Gott legt jedem von uns Aufgaben für die Füße. Wir sollen uns und unsere Familie durch Arbeit versorgen. Und wir sollen für Gott, das Evangelium und den Glauben Zeugen sein – wo immer wir auch sind. Die junge Frau in Syrien war eine Missionarin ohne besondere Berufung, aber in ihrem Beruf. Sie gab Zeugnis in ihrem Job. So ist auch heute jeder Christ zum missionarischen Zeugnis berufen – allermeist an seiner Arbeitsstelle, im Alltag und in der Familie, im Hörsaal, Kreißsaal und Plenarsaal, im Sportverein, im Schützenverein und im Gesangsverein.

Die Backstube und die Apotheke, die Feuerwehr und das Krankenhaus, die Kreisverwaltung und das Architektenbüro, die Kasse im „Penny“ und der Pizza-Service bilden oft die missionarische Front Nr. 1. Hier will Gott uns haben, hierhin führt er uns.

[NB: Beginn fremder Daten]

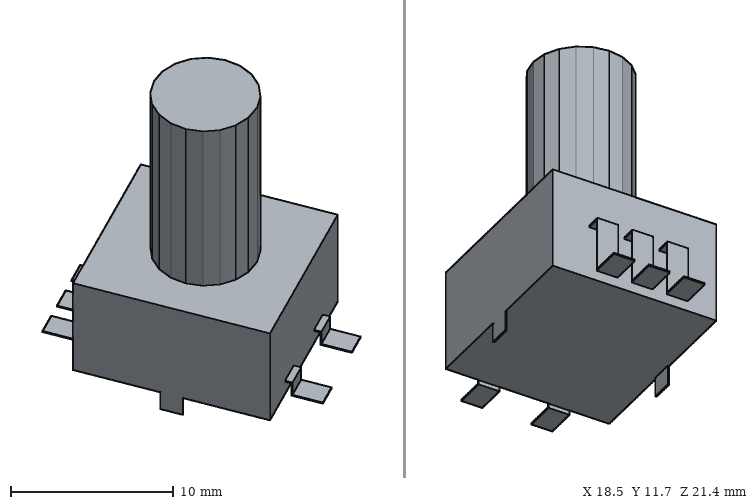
import cadquery as cq

TOTAL_LENGTH = 18.5
TOTAL_HEIGHT = 21.4

BODY_LENGTH = 13.0
BODY_WIDTH = 11.7
BODY_HEIGHT = 7.21

SHEET = 0.1

TAB_WIDTH = 1.5
TAB_DROP = 1.4

SHAFT_SIDES = 20
SHAFT_DIAMETER = 6.8
SHAFT_HEIGHT = TOTAL_HEIGHT - BODY_HEIGHT - TAB_DROP

LEAD_WIDTH = 1.5
LEAD_PITCH = 2.5
LEFT_ARM = 1.0
LEFT_LEAD_HEIGHT = 3.9
RIGHT_ARM = 0.5
RIGHT_LEAD_HEIGHT = 1.11
FOOT_LENGTH = (TOTAL_LENGTH - BODY_LENGTH - LEFT_ARM - RIGHT_ARM) / 2


def make_body():
    return cq.Workplane("XY").box(BODY_LENGTH, BODY_WIDTH, BODY_HEIGHT, centered=(True, True, False))


def make_shaft():
    """Many-sided prism with one corner pointing along +X."""
    return (
        cq.Workplane("XY", origin=(0, 0, BODY_HEIGHT))
        .polygon(SHAFT_SIDES, SHAFT_DIAMETER)
        .extrude(SHAFT_HEIGHT)
    )


def make_lead(side, arm, height, y):
    """Z-shaped lead centred on y; side is -1 for the -X face and +1 for the +X face."""
    wall = BODY_LENGTH / 2
    leg_outer = wall + arm
    leg_inner = leg_outer - SHEET
    foot_end = leg_outer + FOOT_LENGTH
    profile = [
        (wall, height),
        (leg_outer, height),
        (leg_outer, SHEET),
        (foot_end, SHEET),
        (foot_end, 0),
        (leg_inner, 0),
        (leg_inner, height - SHEET),
        (wall, height - SHEET),
    ]
    return (
        cq.Workplane("XZ", origin=(0, y, 0))
        .polyline([(side * x, z) for x, z in profile])
        .close()
        .extrude(LEAD_WIDTH / 2, both=True)
    )


def make_tab(side):
    """Thin tab below the body; side is -1 for the front face and +1 for the back face."""
    tab_y = side * (BODY_WIDTH - SHEET) / 2
    return cq.Workplane("XY").box(TAB_WIDTH, SHEET, TAB_DROP).translate((0, tab_y, -TAB_DROP / 2))


result = make_body().union(make_shaft())

for row in (-1, 0, 1):
    result = result.union(make_lead(-1, LEFT_ARM, LEFT_LEAD_HEIGHT, row * LEAD_PITCH))

for row in (-1, 1):
    result = result.union(make_lead(1, RIGHT_ARM, RIGHT_LEAD_HEIGHT, row * LEAD_PITCH))

for side in (-1, 1):
    result = result.union(make_tab(side))

Damit die Menschen um uns herum nicht perfekte Menschen sehen, denen alles klappt und die immer glücklich sind; sondern damit sie sehen, wie Christen in dieser gefallenen Welt leben. Menschen, die auch in Schwierigkeiten am Glauben festhalten und trotz Leid und Verzweiflung den allmächtigen und gnädigen Gott bezeugen, sind die besten Missionare. Wie das unbekannte Mädchen aus Israel.